Do modern windows even last that long? From observation of my own and
relatives' houses, and from looking at houses when buying, most lose their
seal by 15-20 years—so, efficiency goes way down because the gap between the
panes is breached, they fog and collect moisture, et c. Replacing is so cheap
that even minor problems aren't considered for repair, as labor's similar
either way.

"I could charge you $400 to fix this, or $500 to replace it, and the newer
ones are slightly more energy efficient, and this one'll probably develop more
problems soonish.
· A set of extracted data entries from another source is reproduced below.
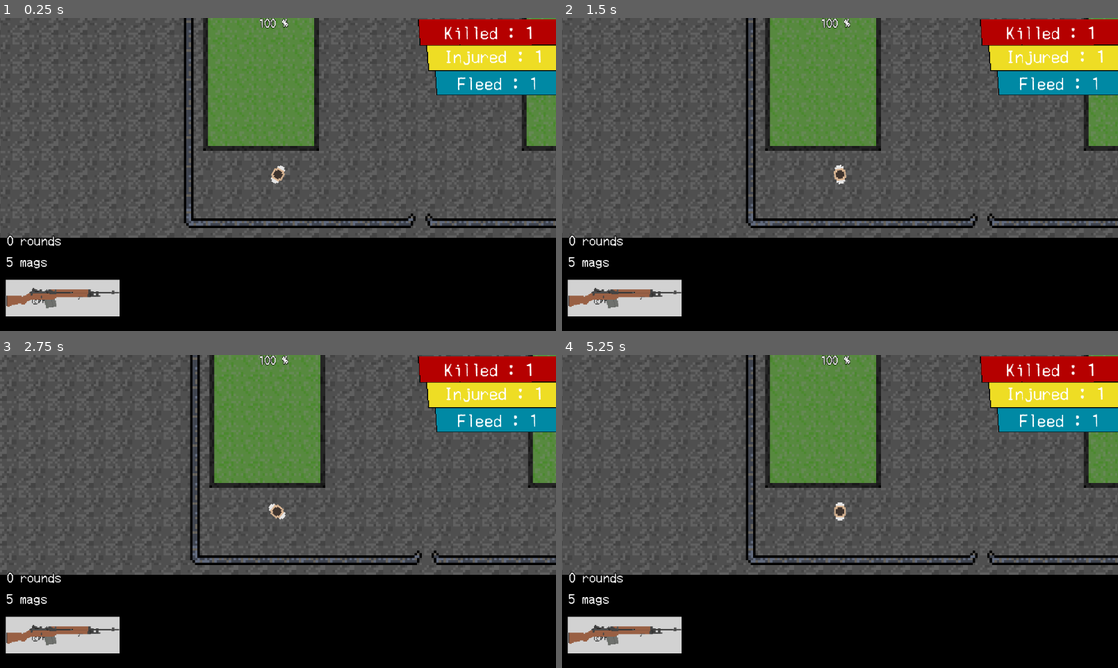
Above: before the commit, frames 1-4 (two rows, left to right).
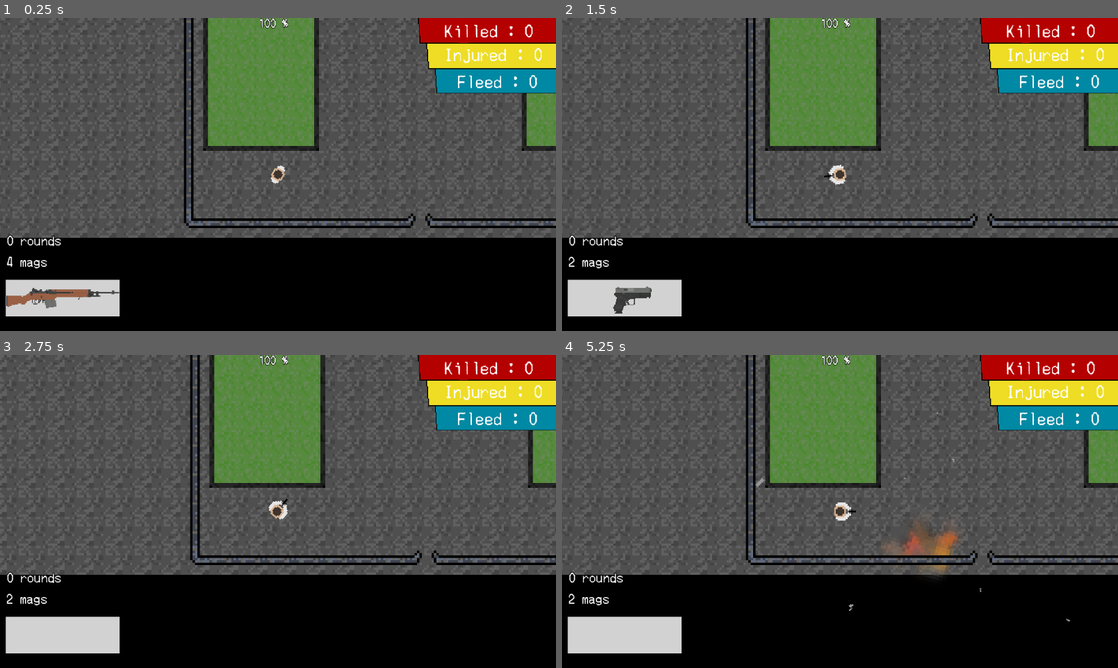
Above: after the commit, the same moments.

Repository: simplyuyu5/morimiya-like
Game: Godot game, scene res://scenes/maps/map_game.tscn
Two runs of this game, one before a commit and one after it. Both use one fixed random seed, a clock stepped at 60 frames per second and the inputs below. The project has no main scene, so this scene is started directly.
Inputs (mouse positions are in pixels of both pictures, inside the frame that each line leads up to):
- Up to frame 1 (0.25 s): no input
- Up to frame 2 (1.5 s): tap Enter at 0.5 s; move the mouse to (962, 158) at 0.52 s; tap 1 (1) at 0.6 s; tap 2 (2) at 0.8, 1.35 s; tap Space at 1.25 s; move the mouse to (728, 190) at 1.27 s
- Up to frame 3 (2.75 s): tap 3 (3) at 1.55, 2.1 s; tap Enter at 2 s; move the mouse to (333, 442) at 2.02 s; tap A (a) at 2.3 s
- Up to frame 4 (5.25 s): move the mouse to (812, 574) at 2.77 s; tap A (a) at 2.85 s; tap D (d) at 3.05, 3.6 s; move the mouse to (1006, 558) at 3.52 s; tap G (g) at 3.8, 4.35 s; move the mouse to (673, 464) at 4.27 s; click (673, 464) at 4.55 s; move the mouse to (867, 511) at 5.02 s; click (867, 511) at 5.1 s

The runs differ from the first frame. In frame 1, 1.5% of the frame differs, in the area x 1-100%, y 0-80%; in frame 2, 2.3%; in frame 3, 2.1%; in frame 4, 3.0%, in the area x 1-100%, y 0-93%.

Commit message:
0.55 data !
grenades now create shatters:D

game data is present, amount of kills, injuries and fleed npc's shown on right top panel (unless player is at location where this panel is turned off :P)

so far only bug is that no matter what npc doesnt wants to decrease number of injured

to do: points working in shop

Diff:
--- /dev/null
+++ b/scenes/game_data.gd
@@ -0,0 +1,59 @@
+extends Node
+
+#stats for run/temporary:
+var temp_injured:int = 0
+var temp_killed:int = 0
+var temp_fleed:int = 0
+
+var injured:bool
+
+var hangman:bool
+var special_npc2:bool
+var special_npc3:bool
+
+var strange:bool #have to do smth w cultist i guess
+
+var temp_shots:int = 0
+var temp_throws:int = 0
+
+var temp_points:int = 0
+
+enum bonuses {
+	mori, #no suicide
+	hangman, #special npc kill
+	untouched, #injured is false, no dmg received
+	cultist #second char >:D
+}
+
+#global statssss:
+var total_killed:int = 0
+var total_injured:int = 0
+var total_fleed:int = 0
+var total_shots:int = 0
+var total_throws:int = 0
+var deaths:int = 0
+
+var total_points:int = 0
+
+func save():
+	pass
+
+func temporary_save():
+	temp_fleed += total_fleed
+	temp_injured += total_injured
+	temp_killed += total_killed
+	temp_points += total_points
+	temp_shots += total_shots
+	temp_throws += total_throws
+
+func run_points():
+	temp_points = (temp_killed*10) + (temp_injured*5) + (temp_shots*3) - (temp_fleed*5)
+	if hangman == true:
+		temp_points += 500
+	if special_npc2 == true:
+		temp_points += 5000
+	if special_npc3 == true:
+		temp_points += 5000
+	if strange == true:
+		temp_points = temp_points/2
+	temporary_save()
--- a/scenes/gui.tscn
+++ b/scenes/gui.tscn
@@ -118,19 +118,20 @@
 texture_progress = ExtResource("7_qupqx")
 metadata/_edit_use_anchors_ = true
 
-[node name="TextureRect" type="TextureRect" parent="."]
-anchors_preset = 5
-anchor_left = 0.5
-anchor_right = 0.5
-offset_left = 276.0
-offset_top = 3.0
-offset_right = 476.0
-offset_bottom = 93.0
+[node name="stats" type="TextureRect" parent="."]
+anchors_preset = -1
+anchor_left = 0.7395833
+anchor_top = -0.0015432095
+anchor_right = 1.0434028
+anchor_bottom = 0.24151234
+offset_right = -150.0
+offset_bottom = -67.5
 grow_horizontal = 2
 scale = Vector2(1.75, 1.75)
 texture = ExtResource("8_4yt8u")
+metadata/_edit_use_anchors_ = true
 
-[node name="killed" type="Label" parent="TextureRect"]
+[node name="killed" type="Label" parent="stats"]
 layout_mode = 0
 offset_left = 13.142847
 offset_top = 5.714286
@@ -143,7 +144,7 @@
 horizontal_alignment = 1
 vertical_alignment = 1
 
-[node name="injujred" type="Label" parent="TextureRect"]
+[node name="injured" type="Label" parent="stats"]
 layout_mode = 0
 offset_left = 23.999994
 offset_top = 34.285713
@@ -156,7 +157,7 @@
 horizontal_alignment = 1
 vertical_alignment = 1
 
-[node name="fleed" type="Label" parent="TextureRect"]
+[node name="fleed" type="Label" parent="stats"]
 layout_mode = 0
 offset_left = 32.571404
 offset_top = 65.71428
--- a/scenes/maps/map_game.tscn
+++ b/scenes/maps/map_game.tscn
@@ -1,7 +1,9 @@
-[gd_scene load_steps=3 format=3 uid="uid://ckawym3tsfqf7"]
+[gd_scene load_steps=5 format=3 uid="uid://ckawym3tsfqf7"]
 
 [ext_resource type="PackedScene" uid="uid://drq70gpb1g2w3" path="res://scenes/maps/map.tscn" id="1_5owsa"]
 [ext_resource type="PackedScene" uid="uid://blhcllsye5ckw" path="res://scenes/player.tscn" id="2_ropr1"]
+[ext_resource type="PackedScene" uid="uid://dgf4dq62robvc" path="res://scenes/settings.tscn" id="3_ropr1"]
+[ext_resource type="PackedScene" uid="uid://dxgaqwnsyvxs0" path="res://scenes/npc/30_npc.tscn" id="4_33ep3"]
 
 [node name="Node2D" type="Node2D"]
 
@@ -18,3 +20,11 @@
 z_index = 4
 position = Vector2(95.00003, 948.9999)
 scale = Vector2(3.4999995, 3.4999995)
+
+[node name="settings" parent="." instance=ExtResource("3_ropr1")]
+gui = true
+shoot = true
+
+[node name="tpo_npc" parent="." instance=ExtResource("4_33ep3")]
+position = Vector2(394, -155)
+rotation = 1.5707964
--- a/scenes/player.tscn
+++ b/scenes/player.tscn
@@ -18,6 +18,7 @@
 [ext_resource type="Texture2D" uid="uid://bq47gubxg04sp" path="res://images/effects/pews/pew_big4.png" id="15_wnwbv"]
 [ext_resource type="PackedScene" uid="uid://bjc3oepe17a24" path="res://scenes/store.tscn" id="18_4r5pv"]
 [ext_resource type="PackedScene" uid="uid://bhoacu7owtw6m" path="res://scenes/gui.tscn" id="18_l71n6"]
+[ext_resource type="Script" uid="uid://dqrrytkhty5gw" path="res://scenes/game_data.gd" id="23_4ni07"]
 [ext_resource type="Script" uid="uid://djnyv8evdqlq3" path="res://scripts/saved_data.gd" id="24_l71n6"]
 [ext_resource type="AudioStream" uid="uid://qhyhjivd356h" path="res://sounds/loud_sounds_idk/shooting/xm15_indoors.wav" id="25_ke2ow"]
 [ext_resource type="AudioStream" uid="uid://om1pwr6o5ecx" path="res://sounds/loud_sounds_idk/shooting/reloading1.mp3" id="25_ujl30"]
@@ -345,3 +346,4 @@
 playback_type = 1
 
 [node name="game_data" type="Node" parent="."]
+script = ExtResource("23_4ni07")
--- a/scenes/shatter_ray.tscn
+++ b/scenes/shatter_ray.tscn
@@ -54,7 +54,6 @@
 top_level = true
 light_mask = 64
 visibility_layer = 64
-position = Vector2(0, 1)
 scale = Vector2(3, 3)
 sprite_frames = SubResource("SpriteFrames_apdl7")
 animation = &"pipemedium"
--- a/scripts/30_npc_area.gd
+++ b/scripts/30_npc_area.gd
@@ -1,13 +1,15 @@
 extends Node
 
 @export var parent_help:CharacterBody2D
-var blood = preload("res://scenes/blood_decal_shot.tscn").instantiate(PackedScene.GEN_EDIT_STATE_DISABLED)
+var blood := preload("res://scenes/blood_decal_shot.tscn").instantiate(PackedScene.GEN_EDIT_STATE_DISABLED)
 @onready var parent = get_parent()
 var hp = 120
-var bleed = 0
+var bleed := 0
 var is_bleeding:bool= false
 var is_dead:bool= false
 var hp_saved = 120
+var hp_max = 120
+var injured := false
 
 func _ready():
 	parent.hp = hp_saved
@@ -19,6 +21,10 @@
 	if parent.hp <= 0:
 		parent.hp = 0
 	hp = parent.hp
+	if hp != hp_max and injured != true:
+		injured = true
+		parent.game_data.temp_injured +=1
+	else: pass
 
 func hp_func():
 	if bleed > 0 and is_bleeding == false:
--- a/scripts/30_npc_movement.gd
+++ b/scripts/30_npc_movement.gd
@@ -1,8 +1,8 @@
 extends CharacterBody2D
 
-var hp = 120
-var bleed = 0
-var acceleration = 0.5
+var hp := 120
+var bleed := 0
+var acceleration := 0.5
 var walking := false
 var direction = Vector2(0,0)
 
@@ -15,6 +15,7 @@
 @onready var hp_man = $hp
 @onready var agent = $NavigationAgent2D
 @onready var goal_node = $goal_node
+@onready var game_data = $"/root/Node2D/CharacterBody2D/game_data"
 
 @onready var player= $"/root/Node2D/CharacterBody2D"
 
@@ -136,6 +137,9 @@
 
 
 func die():
+	game_data.temp_injured += -1
+	game_data.temp_killed += 1
+	hp_man.injured = false
 	eyes_ray.enabled = false
 	eyes_ray.queue_free()
 	hp_man.is_dead = true
--- a/scripts/character_body_2d.gd
+++ b/scripts/character_body_2d.gd
@@ -11,6 +11,7 @@
 @onready var audio_reload = $sounds/reload
 @onready var audio = $sounds/sounds_misc
 @onready var gui = $gui
+@onready var stats = $game_data
 var shells = preload("res://scenes/shells.tscn")#.instantiate()
 var gren = preload("res://scenes/grenade.tscn")
 var shell_look :int = 0
@@ -59,7 +60,8 @@
 		shoot()
 		reload()
 		grenade()
-
+	else:
+		$gui/stats.hide()
 
 
 	move_and_slide()
@@ -68,11 +70,12 @@
 	ray.enabled = true
 	var target = ray.get_collider()
 	if Input.is_action_just_pressed("lmb") and weapon.rounds >= 1 and can_shoot == true:
-		ray.target_position.x = weapon.dist
-		nothing_body.position.x = weapon.dist - 1
+		#ray.target_position.x = weapon.dist
+		#nothing_body.position.x = weapon.dist - 1
 		audio_shoot.play()
 		gun_smoke(weapon.style)
 		shell_eject(weapon.shell)
+		stats.temp_shots += weapon.shots
 
 		if ray.is_colliding() and target.is_in_group("wall"):
 			ray.enabled = false
@@ -116,6 +119,7 @@
 		gren_inst.global_transform = pos.global_transform
 		gren_inst.scale = Vector2(1,1)
 		gren_inst.velocity_throw = strength
+		stats.temp_throws += 1
 		#gren_inst.throw(weapon.current_gren)
 
 		add_sibling(gren_inst)
--- a/scripts/gren_shatter_ray.gd
+++ b/scripts/gren_shatter_ray.gd
@@ -22,10 +22,15 @@
 	shat_sprite.frame = shati
 	var dist = randi_range(dist_min,dist_max)
 
+	shat_sprite.global_position = self.global_position
+	shat_sprite.offset.y = dist
 	target_position.y = dist
 
 	enabled = true
-
+	shat_sprite.name += str(dist)
+	shat_sprite.rotation = self.rotation #randi_range(0,360)
+	shat_sprite.visible = true
+	get_tree().current_scene.add_child(shat_sprite.duplicate())
 
 	await get_tree().create_timer(0.2).timeout
 	enabled = false
--- a/scripts/grenade.gd
+++ b/scripts/grenade.gd
@@ -7,6 +7,7 @@
 var dec_boom = preload("res://scenes/explosio_decal.tscn")
 @onready var expl_sprite = $dmg_rad/explosin
 
+@onready var shatter = $"shatter_ray/grenade_shatter"
 @onready var shatter_ray = $shatter_ray
 @onready var damage_radius = $dmg_rad
 
--- a/scripts/gui.gd
+++ b/scripts/gui.gd
@@ -5,13 +5,17 @@
 @onready var label_chance = $chance
 @onready var weapon_icon = $weapon
 @onready var reloadbar = $reloadbar
+@onready var killed = $stats/killed
+@onready var injured = $stats/injured
+@onready var fleed = $stats/fleed
 @onready var weapon = $"/root/Node2D/CharacterBody2D/weapons"
+@onready var base = $"/root/Node2D/CharacterBody2D"
+@onready var stats = $"/root/Node2D/CharacterBody2D/game_data"
+
 
 var progress_reload
 var hidet := false
 
-
-#func _process(_delta: float):
 
 func gui():
 	label_rou.text = str(weapon.rounds) + " rounds"
@@ -25,6 +29,10 @@
 	else:
 		pass
 
+	killed.text = "Killed : " +str(stats.temp_killed)
+	injured.text = "Injured : " +str(stats.temp_injured)
+	fleed.text = "Fleed : " +str(stats.temp_fleed)
+
 func gui_reload(time):
 	hidet = false
 	var tween = create_tween()
--- a/scripts/saved_data.gd
+++ b/scripts/saved_data.gd
@@ -1,7 +1,7 @@
 extends Node
 
-var mags_prim = 5
-var mags_sec = 0
+var mags_prim = 4
+var mags_sec = 2
 
 var grens = 0
 
Not shown, added: scenes/game_data.gd.uid
Not shown: 1 places in scenes/player.tscn that only renumber resources

UV/IR coating on this is torn up anyway, those things rarely
last more than a few years, especially with young kids or pets, kind of a
joke. Give you a deal—say, $2250—if you just wanna do all 5 on this side of
the house so they don't look different, and to get ahead of problems on the
others". That kind of thing.

------
hourislate
There are two simple things a home builder/renovator can do to make any
dwelling super efficient. Insulate with Spray Foam and install a Geo Thermal
HVAC system.

The problem is when you tell the customer that Spray Foam at 3" / per sq/ft
costs approx $3 dollars (approx 16-20k to insulate a 3000 sq/ft home)they look
at you like you raped their sister and killed their mother. Yet when you quote
them a kitchen for 40k they smile and have no problems paying $140 a linear ft
for counter tops or $10 a sq/ft for carpeting. Cosmetic items can be replaced
at anytime (hardwood floors, tiles, kitchens, etc) but try to rip off all the
drywall in your home to re-insulate or dig/drill up your property to install
geo thermal.

People need to invest more into the mechanical structure of the home instead
of the cosmetic details if they are serious about building an efficient
dwelling. The building code at all levels needs to reflect a higher level of
efficiency and government programs in the form of tax credits should be used
to promote these upgrades and it would go a long way in helping reduce
emissions.

I keep telling people that Spray Foam and Geo Thermal is free. It pays for
itself rather quickly while providing a comfortable environment to live in.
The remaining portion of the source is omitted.